Records from a dataset:
########################################

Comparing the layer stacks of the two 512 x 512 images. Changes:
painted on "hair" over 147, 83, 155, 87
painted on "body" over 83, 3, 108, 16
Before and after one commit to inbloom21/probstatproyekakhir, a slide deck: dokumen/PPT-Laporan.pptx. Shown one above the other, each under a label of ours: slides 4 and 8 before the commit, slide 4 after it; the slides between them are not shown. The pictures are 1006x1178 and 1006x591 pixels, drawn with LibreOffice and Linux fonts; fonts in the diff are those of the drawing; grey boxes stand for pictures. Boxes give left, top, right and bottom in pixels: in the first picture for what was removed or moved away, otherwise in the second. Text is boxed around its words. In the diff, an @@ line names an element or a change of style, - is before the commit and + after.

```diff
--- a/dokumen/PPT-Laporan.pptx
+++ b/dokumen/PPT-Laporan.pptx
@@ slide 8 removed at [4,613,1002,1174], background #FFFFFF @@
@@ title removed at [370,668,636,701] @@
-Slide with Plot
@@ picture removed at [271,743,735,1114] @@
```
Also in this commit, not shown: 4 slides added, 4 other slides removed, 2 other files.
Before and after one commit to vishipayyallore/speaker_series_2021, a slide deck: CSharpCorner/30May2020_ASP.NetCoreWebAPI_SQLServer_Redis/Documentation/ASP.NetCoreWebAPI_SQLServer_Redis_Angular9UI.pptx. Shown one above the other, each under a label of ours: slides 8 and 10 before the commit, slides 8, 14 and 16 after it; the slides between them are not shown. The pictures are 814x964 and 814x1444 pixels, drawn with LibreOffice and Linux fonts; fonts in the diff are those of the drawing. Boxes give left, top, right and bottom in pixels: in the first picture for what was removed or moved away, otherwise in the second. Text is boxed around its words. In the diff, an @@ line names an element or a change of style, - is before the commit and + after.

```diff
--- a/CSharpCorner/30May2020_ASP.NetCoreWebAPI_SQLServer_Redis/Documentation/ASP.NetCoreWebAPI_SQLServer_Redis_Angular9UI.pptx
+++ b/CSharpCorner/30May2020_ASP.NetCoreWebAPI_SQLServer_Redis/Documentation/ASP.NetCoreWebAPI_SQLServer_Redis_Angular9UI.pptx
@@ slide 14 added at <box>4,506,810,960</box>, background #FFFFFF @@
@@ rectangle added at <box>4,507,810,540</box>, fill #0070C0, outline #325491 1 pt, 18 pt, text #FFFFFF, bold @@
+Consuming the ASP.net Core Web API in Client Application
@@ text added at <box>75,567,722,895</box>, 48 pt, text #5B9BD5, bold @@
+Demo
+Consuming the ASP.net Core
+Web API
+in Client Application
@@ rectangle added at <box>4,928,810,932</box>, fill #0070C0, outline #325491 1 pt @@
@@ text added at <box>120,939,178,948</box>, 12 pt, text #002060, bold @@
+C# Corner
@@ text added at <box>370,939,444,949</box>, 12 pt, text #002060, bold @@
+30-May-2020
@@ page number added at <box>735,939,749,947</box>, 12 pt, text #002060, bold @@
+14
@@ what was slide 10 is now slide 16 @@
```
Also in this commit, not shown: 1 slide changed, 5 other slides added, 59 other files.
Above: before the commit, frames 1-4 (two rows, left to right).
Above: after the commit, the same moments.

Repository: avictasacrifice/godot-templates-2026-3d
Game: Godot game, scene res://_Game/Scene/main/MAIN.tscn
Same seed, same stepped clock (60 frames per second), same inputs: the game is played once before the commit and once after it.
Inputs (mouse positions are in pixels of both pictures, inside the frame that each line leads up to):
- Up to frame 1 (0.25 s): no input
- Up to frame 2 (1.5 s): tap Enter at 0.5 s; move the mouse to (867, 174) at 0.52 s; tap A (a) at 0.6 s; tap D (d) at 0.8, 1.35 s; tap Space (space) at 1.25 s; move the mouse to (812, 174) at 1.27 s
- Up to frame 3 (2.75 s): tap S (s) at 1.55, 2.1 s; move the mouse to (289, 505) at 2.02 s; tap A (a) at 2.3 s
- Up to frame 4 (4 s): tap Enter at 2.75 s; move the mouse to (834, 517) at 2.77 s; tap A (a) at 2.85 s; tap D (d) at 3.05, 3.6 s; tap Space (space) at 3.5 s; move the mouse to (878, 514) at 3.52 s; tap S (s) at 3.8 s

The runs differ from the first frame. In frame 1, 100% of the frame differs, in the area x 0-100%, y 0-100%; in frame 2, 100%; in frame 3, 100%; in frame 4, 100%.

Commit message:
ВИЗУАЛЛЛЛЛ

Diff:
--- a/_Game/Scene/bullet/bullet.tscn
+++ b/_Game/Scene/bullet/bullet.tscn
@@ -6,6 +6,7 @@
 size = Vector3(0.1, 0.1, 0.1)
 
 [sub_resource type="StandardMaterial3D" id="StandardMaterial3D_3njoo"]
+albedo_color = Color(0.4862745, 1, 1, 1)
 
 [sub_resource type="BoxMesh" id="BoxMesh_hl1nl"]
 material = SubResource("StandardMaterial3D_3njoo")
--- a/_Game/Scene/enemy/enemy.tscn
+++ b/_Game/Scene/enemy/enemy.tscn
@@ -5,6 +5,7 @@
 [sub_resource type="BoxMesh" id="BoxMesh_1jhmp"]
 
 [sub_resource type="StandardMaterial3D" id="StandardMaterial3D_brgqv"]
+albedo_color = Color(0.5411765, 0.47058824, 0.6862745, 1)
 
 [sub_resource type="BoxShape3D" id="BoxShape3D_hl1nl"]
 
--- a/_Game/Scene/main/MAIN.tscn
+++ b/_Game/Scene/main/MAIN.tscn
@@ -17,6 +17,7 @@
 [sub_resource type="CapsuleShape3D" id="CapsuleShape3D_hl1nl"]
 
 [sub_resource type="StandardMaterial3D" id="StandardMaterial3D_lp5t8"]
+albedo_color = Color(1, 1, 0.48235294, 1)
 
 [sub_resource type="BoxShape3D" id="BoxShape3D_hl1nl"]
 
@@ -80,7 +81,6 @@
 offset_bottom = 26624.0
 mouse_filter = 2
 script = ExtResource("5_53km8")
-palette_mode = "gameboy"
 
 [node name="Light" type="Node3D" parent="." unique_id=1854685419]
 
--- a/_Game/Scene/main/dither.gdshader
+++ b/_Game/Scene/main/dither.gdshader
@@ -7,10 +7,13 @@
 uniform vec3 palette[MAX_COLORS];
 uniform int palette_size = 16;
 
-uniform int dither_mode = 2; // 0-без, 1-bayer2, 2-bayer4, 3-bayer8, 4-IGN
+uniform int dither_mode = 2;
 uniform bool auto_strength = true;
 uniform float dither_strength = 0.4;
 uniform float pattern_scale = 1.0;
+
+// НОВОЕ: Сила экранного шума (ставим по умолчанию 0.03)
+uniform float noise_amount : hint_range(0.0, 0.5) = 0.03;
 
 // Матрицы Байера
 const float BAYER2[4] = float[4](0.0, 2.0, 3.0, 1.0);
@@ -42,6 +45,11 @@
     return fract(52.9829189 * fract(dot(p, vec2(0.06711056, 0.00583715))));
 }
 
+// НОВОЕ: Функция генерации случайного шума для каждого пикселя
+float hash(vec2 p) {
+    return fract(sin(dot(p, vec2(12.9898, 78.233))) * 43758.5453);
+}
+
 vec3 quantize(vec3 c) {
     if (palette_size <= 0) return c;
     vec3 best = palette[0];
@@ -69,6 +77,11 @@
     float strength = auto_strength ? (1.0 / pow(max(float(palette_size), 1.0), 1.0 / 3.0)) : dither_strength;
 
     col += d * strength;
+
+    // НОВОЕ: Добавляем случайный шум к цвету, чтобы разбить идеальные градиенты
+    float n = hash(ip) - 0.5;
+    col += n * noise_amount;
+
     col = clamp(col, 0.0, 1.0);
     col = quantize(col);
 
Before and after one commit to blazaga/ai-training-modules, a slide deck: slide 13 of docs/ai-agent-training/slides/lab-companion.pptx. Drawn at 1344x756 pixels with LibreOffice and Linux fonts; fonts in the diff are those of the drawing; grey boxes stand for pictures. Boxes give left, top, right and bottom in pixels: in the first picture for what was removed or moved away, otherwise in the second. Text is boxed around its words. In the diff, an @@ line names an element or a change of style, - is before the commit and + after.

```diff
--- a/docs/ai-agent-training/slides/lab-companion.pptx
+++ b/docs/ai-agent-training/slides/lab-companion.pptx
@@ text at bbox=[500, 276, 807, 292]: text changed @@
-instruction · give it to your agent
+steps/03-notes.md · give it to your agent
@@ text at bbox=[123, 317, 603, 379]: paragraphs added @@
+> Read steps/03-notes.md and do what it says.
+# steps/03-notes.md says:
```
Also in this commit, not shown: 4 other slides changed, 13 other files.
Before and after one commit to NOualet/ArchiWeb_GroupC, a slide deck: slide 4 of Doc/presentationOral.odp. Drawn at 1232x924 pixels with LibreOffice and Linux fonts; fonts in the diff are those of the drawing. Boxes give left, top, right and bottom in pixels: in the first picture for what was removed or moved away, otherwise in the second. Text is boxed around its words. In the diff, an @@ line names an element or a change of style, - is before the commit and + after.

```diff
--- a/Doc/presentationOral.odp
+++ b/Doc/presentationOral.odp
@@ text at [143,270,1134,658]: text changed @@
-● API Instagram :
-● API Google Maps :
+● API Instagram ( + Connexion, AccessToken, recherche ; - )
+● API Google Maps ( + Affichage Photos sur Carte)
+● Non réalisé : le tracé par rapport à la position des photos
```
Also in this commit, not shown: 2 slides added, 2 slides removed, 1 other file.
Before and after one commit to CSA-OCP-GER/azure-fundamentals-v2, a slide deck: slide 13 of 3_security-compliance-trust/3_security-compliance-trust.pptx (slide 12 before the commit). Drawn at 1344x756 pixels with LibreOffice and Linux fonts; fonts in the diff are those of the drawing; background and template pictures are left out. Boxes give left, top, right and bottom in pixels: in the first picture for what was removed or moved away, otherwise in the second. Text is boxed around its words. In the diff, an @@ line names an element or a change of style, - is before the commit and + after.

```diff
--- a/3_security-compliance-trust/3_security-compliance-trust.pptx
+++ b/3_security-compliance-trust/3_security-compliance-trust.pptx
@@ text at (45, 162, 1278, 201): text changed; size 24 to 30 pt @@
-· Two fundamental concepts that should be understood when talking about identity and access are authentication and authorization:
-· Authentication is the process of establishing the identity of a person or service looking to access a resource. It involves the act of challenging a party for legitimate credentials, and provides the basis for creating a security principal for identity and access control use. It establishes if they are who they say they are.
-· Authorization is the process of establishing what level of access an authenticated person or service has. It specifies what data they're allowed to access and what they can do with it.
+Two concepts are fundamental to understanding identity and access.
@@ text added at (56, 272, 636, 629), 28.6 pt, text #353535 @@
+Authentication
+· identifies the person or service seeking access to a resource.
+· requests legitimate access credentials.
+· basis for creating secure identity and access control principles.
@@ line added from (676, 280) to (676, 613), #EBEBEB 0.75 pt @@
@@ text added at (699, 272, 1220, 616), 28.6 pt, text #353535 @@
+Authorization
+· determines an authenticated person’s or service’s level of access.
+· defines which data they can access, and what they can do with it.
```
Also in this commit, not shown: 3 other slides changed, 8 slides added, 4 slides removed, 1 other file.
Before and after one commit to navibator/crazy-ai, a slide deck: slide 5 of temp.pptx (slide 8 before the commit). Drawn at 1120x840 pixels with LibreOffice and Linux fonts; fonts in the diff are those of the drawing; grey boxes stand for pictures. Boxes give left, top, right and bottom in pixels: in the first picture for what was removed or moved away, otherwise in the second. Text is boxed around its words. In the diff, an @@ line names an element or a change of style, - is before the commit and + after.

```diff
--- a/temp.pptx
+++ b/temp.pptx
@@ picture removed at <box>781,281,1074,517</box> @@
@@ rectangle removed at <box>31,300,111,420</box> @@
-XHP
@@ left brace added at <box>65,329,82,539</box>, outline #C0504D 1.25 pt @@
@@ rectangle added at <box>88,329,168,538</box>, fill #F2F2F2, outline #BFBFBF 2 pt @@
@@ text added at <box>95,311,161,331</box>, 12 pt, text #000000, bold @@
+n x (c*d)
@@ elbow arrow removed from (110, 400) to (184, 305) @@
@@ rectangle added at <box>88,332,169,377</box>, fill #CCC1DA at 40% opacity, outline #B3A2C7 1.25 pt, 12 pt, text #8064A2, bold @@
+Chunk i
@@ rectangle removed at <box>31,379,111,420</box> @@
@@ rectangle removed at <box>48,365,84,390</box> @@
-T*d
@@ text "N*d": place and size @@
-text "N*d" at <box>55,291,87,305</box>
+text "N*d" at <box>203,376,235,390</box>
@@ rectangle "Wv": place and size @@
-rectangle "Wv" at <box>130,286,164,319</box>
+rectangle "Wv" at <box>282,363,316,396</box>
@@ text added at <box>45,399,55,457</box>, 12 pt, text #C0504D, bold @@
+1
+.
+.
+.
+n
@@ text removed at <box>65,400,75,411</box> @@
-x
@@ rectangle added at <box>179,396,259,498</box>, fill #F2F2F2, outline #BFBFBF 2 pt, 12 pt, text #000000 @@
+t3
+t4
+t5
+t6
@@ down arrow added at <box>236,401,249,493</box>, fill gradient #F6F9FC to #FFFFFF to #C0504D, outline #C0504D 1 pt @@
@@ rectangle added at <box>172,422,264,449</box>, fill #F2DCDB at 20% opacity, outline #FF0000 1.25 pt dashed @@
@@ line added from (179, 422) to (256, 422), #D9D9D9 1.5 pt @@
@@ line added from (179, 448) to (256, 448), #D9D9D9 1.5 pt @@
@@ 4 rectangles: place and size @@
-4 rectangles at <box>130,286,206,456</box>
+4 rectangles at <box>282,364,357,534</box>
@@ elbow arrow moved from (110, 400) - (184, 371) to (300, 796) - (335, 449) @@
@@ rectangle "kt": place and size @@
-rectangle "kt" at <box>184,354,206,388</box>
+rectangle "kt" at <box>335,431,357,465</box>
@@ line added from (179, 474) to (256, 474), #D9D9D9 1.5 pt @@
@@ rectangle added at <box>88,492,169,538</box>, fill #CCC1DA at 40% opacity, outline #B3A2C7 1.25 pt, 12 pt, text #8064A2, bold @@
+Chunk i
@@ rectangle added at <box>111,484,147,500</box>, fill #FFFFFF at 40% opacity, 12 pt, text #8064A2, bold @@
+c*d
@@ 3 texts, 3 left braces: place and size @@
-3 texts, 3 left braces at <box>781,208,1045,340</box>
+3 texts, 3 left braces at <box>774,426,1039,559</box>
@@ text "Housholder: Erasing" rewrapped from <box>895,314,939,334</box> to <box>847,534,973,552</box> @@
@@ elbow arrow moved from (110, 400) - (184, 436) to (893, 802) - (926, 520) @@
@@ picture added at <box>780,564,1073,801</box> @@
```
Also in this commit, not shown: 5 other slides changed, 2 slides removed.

########################################

Assigned task: Copy out every line of the data that includes the word "frames".

Your response:
Above: before the commit, frames 1-4 (two rows, left to right).
Same seed, same stepped clock (60 frames per second), same inputs: the game is played once before the commit and once after it.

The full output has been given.